Search code examples
sqlsql-serversoundex

Why is SQL Server's SOUNDEX giving me inconsistent results?


Can someone provide some insight on why the SOUNDEX is giving different results when certain characters are capitalized vs lower case? From what I read online, SOUNDEX ignores case but I am getting different results and can't wrap my head around what would cause the differences. I can't mimic this example with are word like GUTTHRE.

Query                                  Result
select SOUNDEX('JESCHKE')              J200      <-- 200
select SOUNDEX(LOWER('JESCHKE'))       J220
select SOUNDEX('Jeschke')              J220
select SOUNDEX('jeschke')              J220
select SOUNDEX('JESChKE')              J220
select SOUNDEX('JESCHke')              J200      <-- for some reason capitalizing 'H' changes the result to 200
select SOUNDEX('jescHke')              J200      <-- 200

Any ideas why the values don't match?


Solution

  • So wiki states:

    "two letters with the same number separated by 'h' or 'w' are coded as a single number"
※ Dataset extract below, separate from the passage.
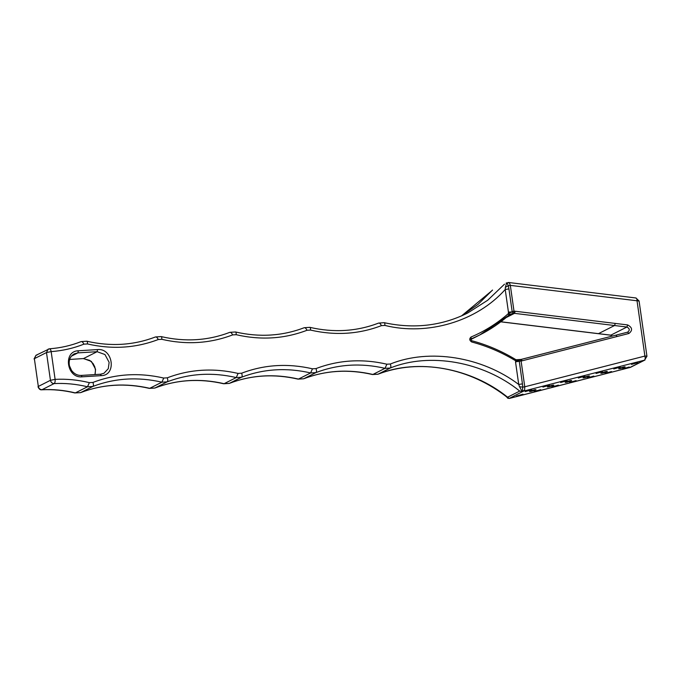 <?xml version="1.0" encoding="UTF-8"?>
<svg xmlns="http://www.w3.org/2000/svg" width="681" height="681" viewBox="0 0 681 681"><rect width="100%" height="100%" fill="white"/><g stroke="black" fill="none" stroke-linecap="round" stroke-linejoin="round"><path stroke-width="1.02" d="M508.877 315.226L513.5 313.311L509.618 314.392L512.257 313.941L512.853 313.2L512.257 311.898L508.741 313.286L509.618 314.392M512.257 311.898L508.435 312.102L508.384 313.583C497.147 323.424 484.693 331.238 471.022 337.018C469.158 338.806 469.396 340.466 471.729 341.99C486.796 345.991 501.233 352.137 515.049 360.419L519.22 360.87L519.484 359.798L518.845 360.232M628.895 333.486L627.644 332.166L615.905 335.163L617.156 336.491L628.895 333.486C632.811 330.37 632.402 327.518 627.678 324.931L515.245 311.251L514.487 313.354L513.5 313.311L514.01 311.208L512.146 311.506L508.937 288.906L505.217 289.502C476.896 321.355 427.6 336.065 384.85 325.416L381.403 325.646C358.785 334.269 335.154 335.742 310.502 330.072L306.986 330.285C284.386 338.891 260.772 340.355 236.137 334.694L232.621 334.907C210.02 343.505 186.407 344.978 161.772 339.308L158.256 339.53C135.664 348.127 112.059 349.591 87.44 343.939L83.891 344.169C73.446 348.297 62.533 350.775 51.16 351.609L46.487 352.545L34.365 358.674L35.965 355.303L37.046 355.005M508.937 288.906L508.332 285.714L505.37 287.305L505.217 289.502L508.435 312.102M515.245 311.251L514.01 311.208L510.333 285.373L508.332 285.714C506.953 283.339 507.285 282.317 509.311 282.649L506.664 282.896L505.37 287.305M508.758 282.513L635.986 297.989L639.084 301.019L646.95 356.299L644.464 360.189C645.273 359.534 645.418 358.155 644.89 356.069L637.024 300.781L510.333 285.373L509.311 282.649L508.162 282.513M516.079 359.755L515.517 361.866L522.293 360.768L521.05 359.44L615.982 335.137L521.127 359.415L516.079 359.755L519.484 359.798M515.517 361.866L518.735 384.467L522.446 383.871L519.22 360.87M519.518 386.706L522.106 391.405L519.714 391.081L507.592 397.21C471.243 367.74 417.462 358.172 378.083 374.175L390.213 368.046C391.005 367.391 391.056 366.046 390.349 364.003C429.336 348.28 481.918 356.657 518.735 384.467L519.518 386.706L522.77 387.14L522.446 383.871M522.106 391.405L524.634 390.332C522.812 391.447 522.191 390.383 522.77 387.14L524.77 386.799L521.093 360.973L520.216 359.568M524.634 390.332L524.77 386.799L644.89 356.069C646.729 355.993 647.308 356.172 646.635 356.606M506.655 282.904L506.128 283.109M638.769 301.317C639.442 300.883 638.863 300.704 637.024 300.781C636.965 298.738 636.497 297.835 635.62 298.057M509.286 398.453L507.592 397.21M34.05 358.981L35.965 355.303L49.441 348.8L48.087 349.174L46.487 352.545L50.445 380.304L55.11 379.368C55.297 381.513 54.965 382.918 54.114 383.582C52.165 383.471 50.939 382.373 50.445 380.304L38.315 386.442L34.365 358.674L38.315 386.442C38.817 388.51 40.034 389.6 41.984 389.719L54.114 383.582C65.223 383.011 76.349 384.075 87.483 386.774L75.361 392.903L80.622 392.622C102.508 384.28 125.415 382.867 149.335 388.383L149.752 388.315C125.738 382.79 102.72 384.22 80.69 392.596L92.812 386.459C114.842 378.083 137.868 376.661 161.874 382.177L149.752 388.315L154.953 388.017C176.847 379.666 199.763 378.244 223.7 383.761L224.117 383.692C200.095 378.168 177.06 379.598 155.021 387.983L167.143 381.854C189.19 373.469 212.217 372.039 236.239 377.563L224.117 383.692L229.318 383.394C251.212 375.044 274.128 373.631 298.065 379.138L298.482 379.07C274.46 373.546 251.425 374.976 229.386 383.369L241.508 377.231C263.556 368.847 286.582 367.417 310.604 372.941L298.482 379.07L303.683 378.772C325.595 370.421 348.527 369.008 372.481 374.533L372.899 374.465C348.859 368.923 325.807 370.353 303.752 378.747L315.873 372.618C337.938 364.224 360.981 362.794 385.02 368.336L372.899 374.465L378.006 374.209C419.317 358.3 470.026 367.544 508.264 398.155L508.239 398.13M509.209 398.428L523.612 391.09M529.861 391.345C533.793 389.864 535.845 389.336 536.007 389.77C532.074 391.243 530.022 391.771 529.861 391.345L529.529 391.592M547.694 386.782C551.627 385.301 553.679 384.774 553.84 385.208C549.907 386.68 547.856 387.208 547.694 386.782L547.362 387.029M601.187 373.094C605.128 371.613 607.18 371.085 607.341 371.52C603.4 372.992 601.357 373.52 601.187 373.094L600.863 373.341M619.02 368.523C622.962 367.05 625.013 366.523 625.175 366.957C621.234 368.43 619.191 368.957 619.02 368.523L618.697 368.779M565.528 382.22C569.461 380.739 571.512 380.211 571.674 380.645C567.741 382.118 565.69 382.645 565.528 382.22L565.196 382.467M583.362 377.657C587.294 376.176 589.346 375.648 589.508 376.082C585.566 377.555 583.523 378.083 583.362 377.657L583.03 377.904M584.826 376.184L578.348 378.006L584.826 376.184M567.12 380.713L560.642 382.535L567.12 380.713M549.422 385.242L542.944 387.072L549.422 385.242M620.238 367.127L613.76 368.949L620.238 367.127M602.532 371.656L596.054 373.477L602.532 371.656M531.716 389.779L525.238 391.601L531.716 389.779M637.944 362.598L631.466 364.42L637.944 362.598M576.092 380.602L569.614 382.424L576.092 380.602M558.386 385.131L551.908 386.953L558.386 385.131M540.68 389.66L534.202 391.49L540.68 389.66M611.504 371.545L605.026 373.367L611.504 371.545M593.798 376.074L587.32 377.895L593.798 376.074M522.974 394.197L516.504 396.019L522.974 394.197M629.21 367.016L622.732 368.838L629.21 367.016M523.715 391.09L644.464 360.189L629.542 367.663M49.168 348.876C50.088 348.646 50.752 349.557 51.16 351.609L55.11 379.368C66.517 378.781 77.94 379.879 89.373 382.645L92.922 382.433C115.515 373.843 139.12 372.388 163.738 378.049L167.254 377.827C189.854 369.23 213.468 367.766 238.103 373.426L241.619 373.205C264.219 364.607 287.833 363.143 312.468 368.804L315.984 368.591C338.602 359.985 362.241 358.521 386.893 364.199L390.349 364.003M38 386.74C38.987 389.047 40.222 390.068 41.711 389.796L41.984 389.719C53.101 389.149 64.227 390.204 75.361 392.903L80.537 392.648M509.184 398.428L630.427 367.365L509.32 398.445L507.762 398.24L506.553 396.827M101.307 375.64L100.465 374.235L81.235 375.427C77.438 375.554 74.212 373.895 71.556 370.447L69.411 365.663C68.5 360.24 70.117 356.308 74.272 353.856L77.881 352.886L78.366 350.775C62.763 351.03 66.67 378.508 82.069 376.831L101.307 375.64C116.902 375.393 112.995 347.906 97.596 349.583L78.366 350.775M82.069 376.831L81.235 375.427M71.411 356.154L77.881 352.886L97.111 351.694L97.596 349.583M95.093 374.567L95.553 369.204L91.365 361.407L83.525 358.564L69.632 359.457L83.525 358.564L97.111 351.694L104.951 354.537L109.139 362.335L108.288 368.676L103.938 373.299L100.592 374.252M386.893 364.199L385.02 368.336L390.213 368.046C429.583 352.043 483.365 361.611 519.714 391.081M515.049 360.419L514.998 359.287L517.347 360.096M615.982 335.137L627.644 332.166C629.993 330.294 629.755 328.582 626.92 327.025L610.848 335.154L598.114 333.605M521.127 359.415L520.088 359.602M522.293 360.768L617.156 336.491M627.678 324.931L626.92 327.025L614.534 325.527L598.471 333.647L500.867 321.772M615.292 323.424L614.534 325.527L514.487 313.354L506.17 317.559M471.729 341.99L471.456 340.645C486.685 344.688 501.276 350.894 515.228 359.262M471.456 340.645L471.022 337.018M508.75 315.337L508.826 315.286C499.905 323.109 490.184 329.681 479.671 335.009L508.75 315.337L508.384 313.583M470.937 339.053L479.671 335.009L470.716 339.538M610.491 335.112L612.483 336.031M508.545 398.325L507.779 397.772M381.403 325.646C380.492 323.713 379.555 322.862 378.585 323.1L384.178 322.683C413.852 329.11 441.671 325.901 467.643 313.039L487.673 300.261L504.502 284.164M383.761 322.751C384.62 322.522 384.986 323.407 384.85 325.416M492.372 290.302L461.505 315.933L478.036 304.356L492.516 290.046M94.991 374.576L95.485 370.243L94.744 366.761L93.067 363.577L89.815 360.419L83.252 358.581M83.891 344.169C82.971 342.237 82.026 341.394 81.056 341.632L81.124 341.598C71.02 345.599 60.456 347.991 49.441 348.8M86.385 341.283C87.236 341.053 87.594 341.939 87.44 343.939M158.256 339.53C157.345 337.597 156.409 336.746 155.447 336.984L155.506 336.95C133.629 345.301 110.722 346.714 86.802 341.215L81.124 341.598M160.716 336.652C161.567 336.423 161.925 337.308 161.772 339.308M232.621 334.907C231.71 332.975 230.774 332.124 229.803 332.362L229.872 332.328C207.986 340.679 185.07 342.1 161.133 336.584L155.506 336.95M235.081 332.03C235.932 331.8 236.29 332.686 236.137 334.694M306.986 330.285C306.075 328.353 305.139 327.501 304.169 327.74L304.237 327.714C282.343 336.065 259.427 337.478 235.49 331.97L229.872 332.328M309.446 327.416C310.298 327.186 310.647 328.072 310.502 330.072M92.922 382.433C93.646 384.467 93.612 385.804 92.812 386.459L87.483 386.774L89.373 382.645M372.481 374.533L377.912 374.235M223.7 383.761L229.233 383.42M149.335 388.383L154.868 388.042M163.738 378.049L161.874 382.177L167.143 381.854C167.943 381.198 167.977 379.853 167.254 377.827M238.103 373.426L236.239 377.563L241.508 377.231C242.308 376.576 242.342 375.24 241.619 373.205M312.468 368.804L310.604 372.941L315.873 372.618C316.674 371.962 316.708 370.617 315.984 368.591M103.938 373.299L100.465 374.235M508.826 315.286L509.924 314.545M500.799 321.832L610.661 335.188L612.279 336.091M378.653 323.075C356.75 331.443 333.818 332.864 309.855 327.348L304.237 327.714M645.035 359.977L630.427 367.365M298.065 379.138L303.683 378.772M41.711 389.796C52.769 389.226 63.844 390.281 74.944 392.971"/></g></svg>

    So I think this applies when you are using a lowercase "h" hence the S is coded as a 2 and all the other characters would encode to 2 and are ignored as per:

    If two or more letters with the same number are adjacent in the original name (before step 1), only retain the first letter

    I suspect that because the H is capitalised it resets this rule so that the following k is then coded as another 2.